### Work order
Identify all lines of the data containing the string "aufnehmen" and copy them.

:: Excerpted data ::

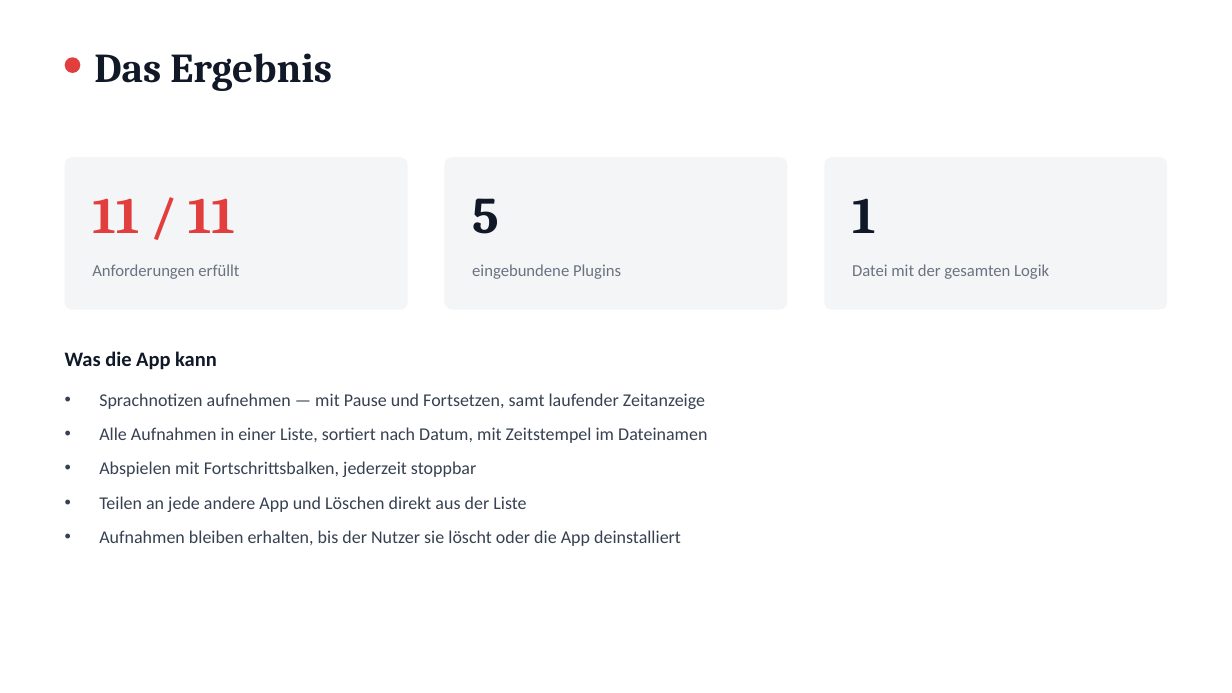
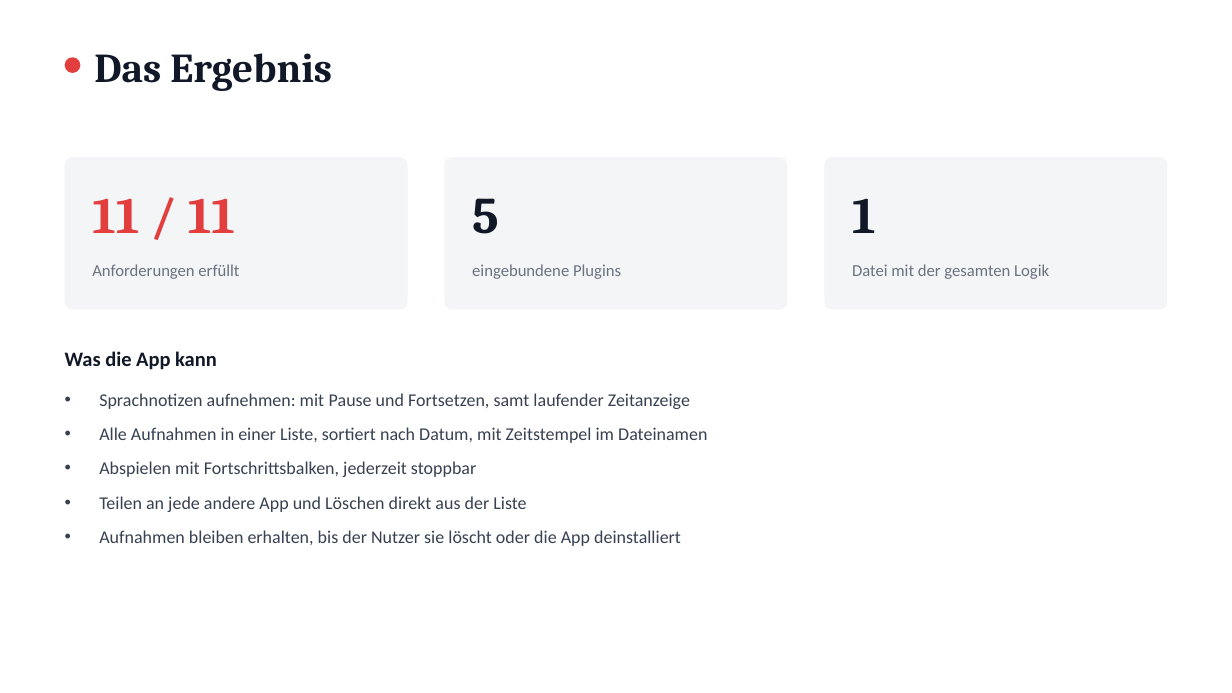
Before and after one commit to Denni-spy/audio-recorder-app, a slide deck: slide 3 of praesentation/Audio-Recorder-App-Praesentation.pptx. Drawn at 1232x693 pixels with LibreOffice and Linux fonts; fonts in the diff are those of the drawing. Boxes give left, top, right and bottom in pixels: in the first picture for what was removed or moved away, otherwise in the second. Text is boxed around its words. In the diff, an @@ line names an element or a change of style, - is before the commit and + after.

```diff
--- a/praesentation/Audio-Recorder-App-Praesentation.pptx
+++ b/praesentation/Audio-Recorder-App-Praesentation.pptx
@@ text at (99,393,690,409): text changed @@
-• Sprachnotizen aufnehmen — mit Pause und Fortsetzen, samt laufender Zeitanzeige
+• Sprachnotizen aufnehmen: mit Pause und Fortsetzen, samt laufender Zeitanzeige
```
Also in this commit, not shown: 12 other slides changed, 1 slide removed.

:::

### Solution to the problem
-• Sprachnotizen aufnehmen — mit Pause und Fortsetzen, samt laufender Zeitanzeige
+• Sprachnotizen aufnehmen: mit Pause und Fortsetzen, samt laufender Zeitanzeige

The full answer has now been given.